Technically Implement AI Governance
1. What does Demographic Parity Difference (DPD) measure?
DPD = |P(Ŷ=1|A=0) - P(Ŷ=1|A=1)| — Difference in Positive Rates.
2. Which Python library provides MetricFrame for group fairness metrics? 2 pts
fairlearn.metrics.MetricFrame — Standard for Fairness Evaluation.
3. Why can Demographic Parity and Equalized Odds not be fulfilled simultaneously?
Chouldechova 2017: Fairness definitions are mathematically incompatible with unequal base rates.
4. What does SHAP compute for a single prediction?
SHAP explains A prediction — why did the model decide exactly that?
5. When is LIME better than SHAP?
LIME = Local Interpretable Model-agnostic Explanations. Works with any model.
6. A model card contains for a high-risk credit model: Fairness metrics show DPD=0.07. What does this mean? 2 pts
EU AI Act: DPD < 0.05 is recommended as a threshold. 0.07 = Review, not immediate stop.
7. What is logged according to EU AI Act Art. 12 — and what is NOT logged?
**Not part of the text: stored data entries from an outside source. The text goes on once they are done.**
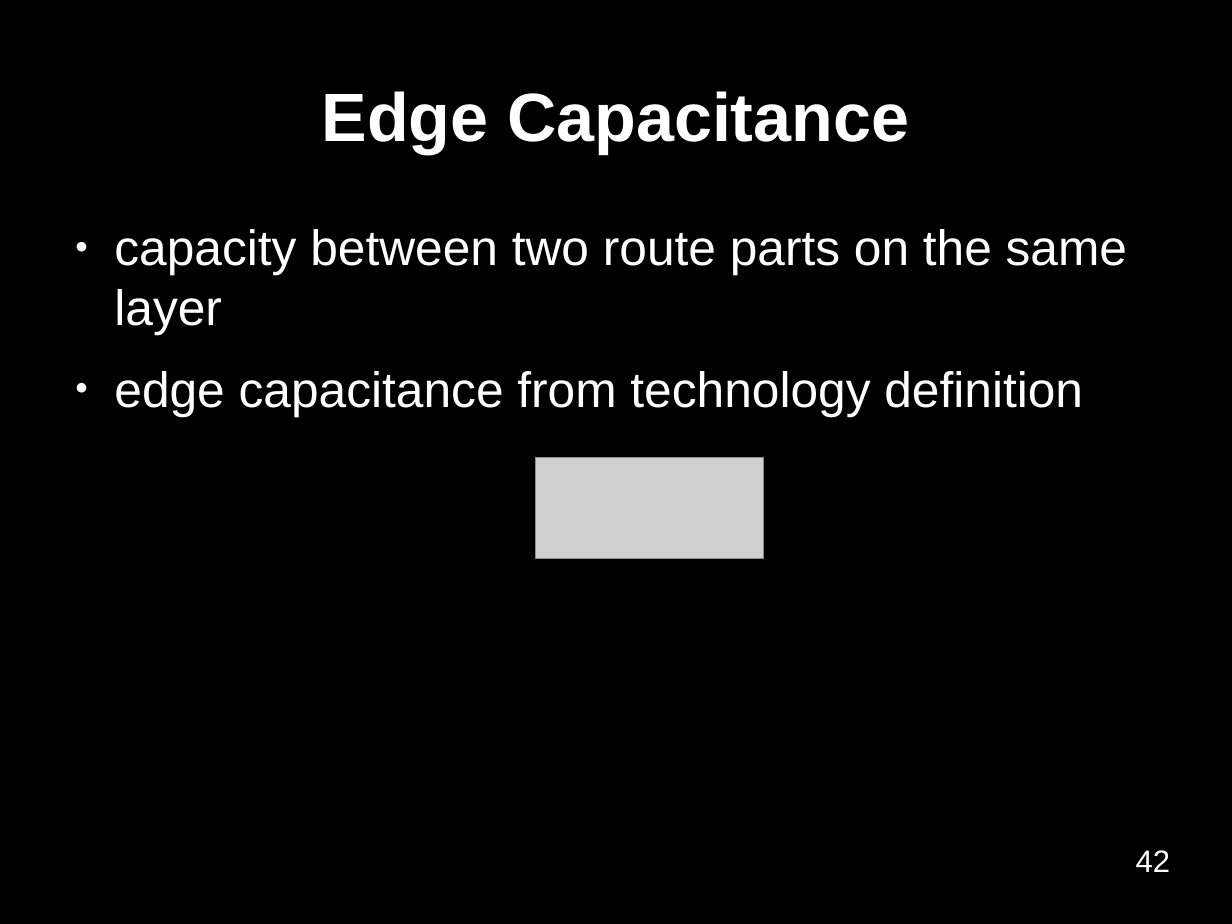
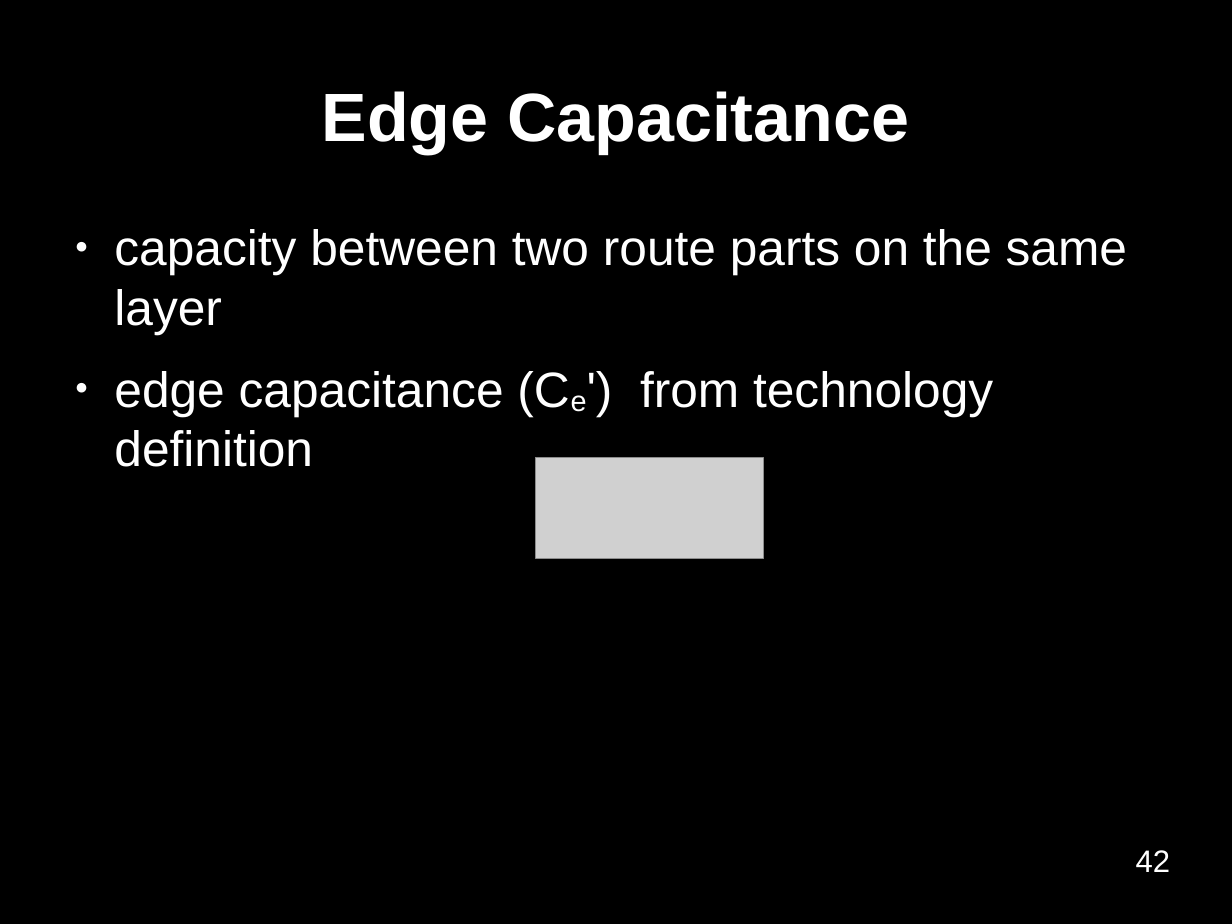
Before and after one commit to benediktibk/bachelorthesis, a slide deck: slide 42 of presentation.odp. Drawn at 1232x924 pixels with LibreOffice and Linux fonts; fonts in the diff are those of the drawing; grey boxes stand for pictures; background and template pictures are left out. Boxes give left, top, right and bottom in pixels: in the first picture for what was removed or moved away, otherwise in the second. Text is boxed around its words. In the diff, an @@ line names an element or a change of style, - is before the commit and + after.

```diff
--- a/presentation.odp
+++ b/presentation.odp
@@ text at [114, 371, 993, 467]: text changed @@
-● edge capacitance from technology definition
+● edge capacitance (Ce') from technology definition
```
Also in this commit, not shown: 2 other slides changed.

Art. 12 + GDPR: Audit trail yes, but no direct PII logging. Hash instead of raw data.
8. Which tool is used for data drift detection in production operations?
Evidently AI — Standard tool for drift detection and model monitoring in production.
9. What does MLflow track in the context of AI governance?
MLflow = Experiment-Tracking + Audit-Trail. Log fairness metrics as mlflow.log_metrics().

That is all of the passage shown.